_Exercise instructions_
Which lines of the records below contain the word "along"? Copy each of them out.

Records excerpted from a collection

'''

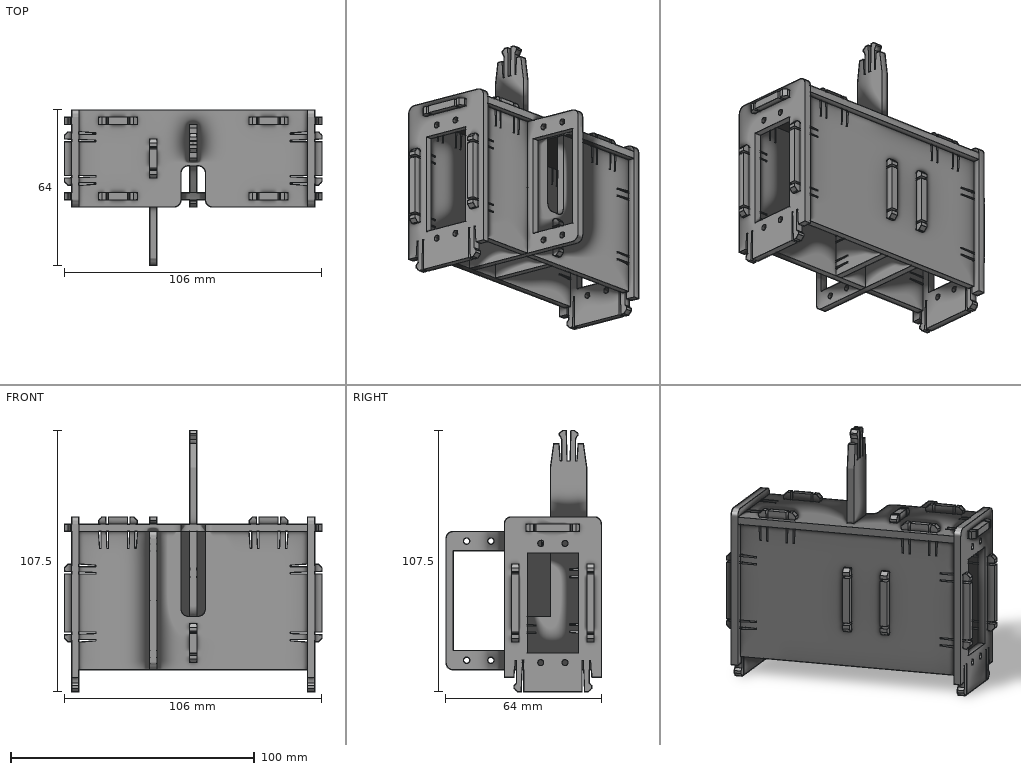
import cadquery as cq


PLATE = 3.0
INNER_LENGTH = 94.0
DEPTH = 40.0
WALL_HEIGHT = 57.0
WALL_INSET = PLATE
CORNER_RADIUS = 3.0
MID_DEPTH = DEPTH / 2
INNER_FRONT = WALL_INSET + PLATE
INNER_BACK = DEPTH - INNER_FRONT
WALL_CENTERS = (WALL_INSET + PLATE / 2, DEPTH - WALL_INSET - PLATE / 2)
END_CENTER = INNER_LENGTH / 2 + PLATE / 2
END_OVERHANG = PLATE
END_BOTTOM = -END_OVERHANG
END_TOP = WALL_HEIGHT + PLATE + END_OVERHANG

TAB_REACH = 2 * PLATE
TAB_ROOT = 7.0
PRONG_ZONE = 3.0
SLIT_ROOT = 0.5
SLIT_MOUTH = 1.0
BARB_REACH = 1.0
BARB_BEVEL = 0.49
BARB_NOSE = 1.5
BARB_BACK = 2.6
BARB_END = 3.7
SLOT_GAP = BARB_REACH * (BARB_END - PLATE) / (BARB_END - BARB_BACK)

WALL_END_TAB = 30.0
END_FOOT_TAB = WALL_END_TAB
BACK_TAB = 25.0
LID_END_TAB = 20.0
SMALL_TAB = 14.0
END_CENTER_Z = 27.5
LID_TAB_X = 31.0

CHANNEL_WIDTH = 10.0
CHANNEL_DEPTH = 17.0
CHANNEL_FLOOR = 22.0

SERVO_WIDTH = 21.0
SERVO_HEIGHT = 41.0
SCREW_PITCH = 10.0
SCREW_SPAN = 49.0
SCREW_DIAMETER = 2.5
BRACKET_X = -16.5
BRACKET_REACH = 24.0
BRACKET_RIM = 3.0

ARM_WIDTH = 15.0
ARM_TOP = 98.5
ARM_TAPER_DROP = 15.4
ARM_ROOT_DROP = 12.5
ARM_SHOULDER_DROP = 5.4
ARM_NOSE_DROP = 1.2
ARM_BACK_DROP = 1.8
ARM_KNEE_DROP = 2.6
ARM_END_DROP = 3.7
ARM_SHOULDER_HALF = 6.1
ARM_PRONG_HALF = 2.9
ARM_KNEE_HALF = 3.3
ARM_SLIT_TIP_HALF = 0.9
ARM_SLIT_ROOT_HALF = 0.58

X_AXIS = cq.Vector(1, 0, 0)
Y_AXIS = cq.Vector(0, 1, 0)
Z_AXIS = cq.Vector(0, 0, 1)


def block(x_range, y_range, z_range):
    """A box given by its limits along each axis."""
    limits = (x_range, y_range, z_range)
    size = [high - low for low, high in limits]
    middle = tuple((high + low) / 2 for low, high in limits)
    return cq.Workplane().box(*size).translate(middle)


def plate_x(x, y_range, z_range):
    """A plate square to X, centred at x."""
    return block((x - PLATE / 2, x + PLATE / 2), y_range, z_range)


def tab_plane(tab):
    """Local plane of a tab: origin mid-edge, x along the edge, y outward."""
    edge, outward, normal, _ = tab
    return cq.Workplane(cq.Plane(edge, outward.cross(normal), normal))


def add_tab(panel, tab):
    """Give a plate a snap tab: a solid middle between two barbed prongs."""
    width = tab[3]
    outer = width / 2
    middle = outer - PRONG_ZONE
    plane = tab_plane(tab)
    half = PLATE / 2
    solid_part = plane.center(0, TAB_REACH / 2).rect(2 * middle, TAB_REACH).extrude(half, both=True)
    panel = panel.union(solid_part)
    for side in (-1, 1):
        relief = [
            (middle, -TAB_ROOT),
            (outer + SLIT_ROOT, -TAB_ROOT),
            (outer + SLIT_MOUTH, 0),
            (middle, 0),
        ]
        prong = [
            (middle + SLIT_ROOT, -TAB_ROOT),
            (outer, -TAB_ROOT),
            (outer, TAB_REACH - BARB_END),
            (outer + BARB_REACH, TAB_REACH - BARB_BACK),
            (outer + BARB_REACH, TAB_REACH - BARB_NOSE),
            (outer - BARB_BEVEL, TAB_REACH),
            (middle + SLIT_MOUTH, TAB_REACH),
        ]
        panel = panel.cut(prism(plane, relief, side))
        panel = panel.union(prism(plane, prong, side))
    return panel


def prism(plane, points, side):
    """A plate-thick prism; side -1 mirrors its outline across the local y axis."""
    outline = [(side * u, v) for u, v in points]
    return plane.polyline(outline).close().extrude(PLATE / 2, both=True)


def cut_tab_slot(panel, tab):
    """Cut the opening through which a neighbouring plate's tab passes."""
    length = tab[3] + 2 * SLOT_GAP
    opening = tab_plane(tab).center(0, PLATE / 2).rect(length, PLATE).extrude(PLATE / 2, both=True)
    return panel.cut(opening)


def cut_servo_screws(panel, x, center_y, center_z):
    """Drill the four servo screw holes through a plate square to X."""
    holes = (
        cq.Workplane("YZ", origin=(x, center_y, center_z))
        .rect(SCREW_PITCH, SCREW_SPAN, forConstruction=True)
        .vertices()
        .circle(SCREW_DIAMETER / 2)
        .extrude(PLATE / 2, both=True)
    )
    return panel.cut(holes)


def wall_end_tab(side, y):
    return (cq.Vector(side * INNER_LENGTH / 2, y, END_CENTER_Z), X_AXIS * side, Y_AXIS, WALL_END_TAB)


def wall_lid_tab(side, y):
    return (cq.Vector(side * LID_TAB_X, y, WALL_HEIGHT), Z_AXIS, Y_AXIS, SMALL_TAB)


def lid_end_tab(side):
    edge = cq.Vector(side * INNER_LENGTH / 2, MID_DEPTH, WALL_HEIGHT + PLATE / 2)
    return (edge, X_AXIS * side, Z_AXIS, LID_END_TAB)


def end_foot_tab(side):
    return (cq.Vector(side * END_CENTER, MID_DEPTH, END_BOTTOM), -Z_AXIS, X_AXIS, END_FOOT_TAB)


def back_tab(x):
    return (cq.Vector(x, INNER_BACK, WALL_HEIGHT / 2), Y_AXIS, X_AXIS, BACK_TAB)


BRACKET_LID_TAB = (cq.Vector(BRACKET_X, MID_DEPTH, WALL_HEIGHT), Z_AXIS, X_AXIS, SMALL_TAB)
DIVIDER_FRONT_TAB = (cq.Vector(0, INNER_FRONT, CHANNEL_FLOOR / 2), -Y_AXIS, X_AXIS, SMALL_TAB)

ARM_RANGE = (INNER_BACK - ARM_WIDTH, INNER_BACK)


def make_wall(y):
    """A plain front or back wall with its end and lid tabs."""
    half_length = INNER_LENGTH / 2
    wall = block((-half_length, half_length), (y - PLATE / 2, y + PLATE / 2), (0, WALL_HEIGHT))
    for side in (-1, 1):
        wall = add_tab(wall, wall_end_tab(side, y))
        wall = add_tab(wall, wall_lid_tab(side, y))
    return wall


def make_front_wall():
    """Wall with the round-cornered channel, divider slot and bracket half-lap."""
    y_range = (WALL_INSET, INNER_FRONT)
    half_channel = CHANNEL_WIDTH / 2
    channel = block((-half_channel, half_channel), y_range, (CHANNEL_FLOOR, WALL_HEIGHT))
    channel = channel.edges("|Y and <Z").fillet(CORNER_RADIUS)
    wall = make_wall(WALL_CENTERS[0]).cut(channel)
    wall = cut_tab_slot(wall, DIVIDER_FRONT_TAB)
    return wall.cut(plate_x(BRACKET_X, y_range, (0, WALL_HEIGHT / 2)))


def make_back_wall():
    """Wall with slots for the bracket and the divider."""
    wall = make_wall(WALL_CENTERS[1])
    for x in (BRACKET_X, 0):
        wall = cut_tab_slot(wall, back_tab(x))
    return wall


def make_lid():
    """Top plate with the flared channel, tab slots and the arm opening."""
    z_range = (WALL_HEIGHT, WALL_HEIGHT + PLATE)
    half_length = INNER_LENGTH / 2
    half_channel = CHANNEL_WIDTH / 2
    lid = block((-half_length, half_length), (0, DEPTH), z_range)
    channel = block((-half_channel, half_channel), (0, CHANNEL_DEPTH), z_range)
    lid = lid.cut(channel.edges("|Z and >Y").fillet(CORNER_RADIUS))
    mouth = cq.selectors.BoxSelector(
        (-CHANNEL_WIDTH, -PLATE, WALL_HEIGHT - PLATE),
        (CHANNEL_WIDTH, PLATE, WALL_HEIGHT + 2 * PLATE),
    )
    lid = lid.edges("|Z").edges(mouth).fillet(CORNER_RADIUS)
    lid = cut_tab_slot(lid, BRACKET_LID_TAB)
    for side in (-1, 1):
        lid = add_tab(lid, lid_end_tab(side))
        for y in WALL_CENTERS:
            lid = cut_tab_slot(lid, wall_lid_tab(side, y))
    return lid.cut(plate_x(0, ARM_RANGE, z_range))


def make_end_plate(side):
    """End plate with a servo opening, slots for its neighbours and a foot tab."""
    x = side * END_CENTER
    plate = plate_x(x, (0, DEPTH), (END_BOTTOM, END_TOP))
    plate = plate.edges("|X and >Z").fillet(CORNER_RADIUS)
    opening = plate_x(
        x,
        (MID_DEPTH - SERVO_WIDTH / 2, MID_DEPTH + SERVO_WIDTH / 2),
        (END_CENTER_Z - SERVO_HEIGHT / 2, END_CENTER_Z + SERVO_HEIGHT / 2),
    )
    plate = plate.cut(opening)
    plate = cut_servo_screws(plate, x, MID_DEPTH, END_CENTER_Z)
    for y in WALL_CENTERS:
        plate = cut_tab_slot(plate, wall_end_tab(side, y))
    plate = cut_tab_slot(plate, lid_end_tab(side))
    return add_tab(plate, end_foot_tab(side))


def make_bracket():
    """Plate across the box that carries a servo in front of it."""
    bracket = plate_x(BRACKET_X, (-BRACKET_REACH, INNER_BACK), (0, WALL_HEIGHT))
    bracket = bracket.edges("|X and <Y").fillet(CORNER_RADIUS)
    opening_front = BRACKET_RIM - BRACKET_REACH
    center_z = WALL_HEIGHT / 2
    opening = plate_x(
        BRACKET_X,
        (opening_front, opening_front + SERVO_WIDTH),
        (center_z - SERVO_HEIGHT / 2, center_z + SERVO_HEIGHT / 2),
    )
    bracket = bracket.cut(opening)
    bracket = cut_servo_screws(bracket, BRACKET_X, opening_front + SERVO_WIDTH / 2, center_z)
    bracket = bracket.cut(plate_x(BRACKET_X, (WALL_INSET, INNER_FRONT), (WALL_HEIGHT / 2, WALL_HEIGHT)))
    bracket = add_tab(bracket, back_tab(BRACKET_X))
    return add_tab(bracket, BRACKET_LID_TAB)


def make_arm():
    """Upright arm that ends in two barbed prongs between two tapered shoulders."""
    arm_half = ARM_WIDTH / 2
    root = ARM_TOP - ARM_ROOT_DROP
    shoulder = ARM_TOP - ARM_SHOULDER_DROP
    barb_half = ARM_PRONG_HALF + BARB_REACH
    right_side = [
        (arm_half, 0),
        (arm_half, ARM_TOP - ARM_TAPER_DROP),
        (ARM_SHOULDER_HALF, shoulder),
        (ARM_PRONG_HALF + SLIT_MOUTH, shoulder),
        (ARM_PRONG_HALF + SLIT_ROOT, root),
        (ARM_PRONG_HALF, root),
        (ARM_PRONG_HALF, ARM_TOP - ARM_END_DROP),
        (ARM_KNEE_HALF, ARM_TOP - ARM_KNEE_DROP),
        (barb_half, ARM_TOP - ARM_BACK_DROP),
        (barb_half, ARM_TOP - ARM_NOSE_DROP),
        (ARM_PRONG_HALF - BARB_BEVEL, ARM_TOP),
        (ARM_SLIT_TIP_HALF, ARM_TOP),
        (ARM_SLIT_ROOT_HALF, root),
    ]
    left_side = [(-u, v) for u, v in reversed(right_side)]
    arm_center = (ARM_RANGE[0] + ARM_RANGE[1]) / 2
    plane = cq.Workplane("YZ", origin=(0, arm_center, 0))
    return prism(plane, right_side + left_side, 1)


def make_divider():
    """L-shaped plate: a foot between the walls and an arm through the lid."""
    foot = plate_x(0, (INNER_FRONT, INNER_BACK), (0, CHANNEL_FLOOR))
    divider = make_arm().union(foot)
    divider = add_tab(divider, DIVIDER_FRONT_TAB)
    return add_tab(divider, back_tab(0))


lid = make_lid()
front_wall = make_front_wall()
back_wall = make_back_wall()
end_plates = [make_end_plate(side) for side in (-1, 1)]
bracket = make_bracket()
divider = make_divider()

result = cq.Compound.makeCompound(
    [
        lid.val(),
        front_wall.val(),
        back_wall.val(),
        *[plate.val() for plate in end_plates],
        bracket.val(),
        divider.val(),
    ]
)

'''

_Exercise result_
    """A box given by its limits along each axis."""
    """Local plane of a tab: origin mid-edge, x along the edge, y outward."""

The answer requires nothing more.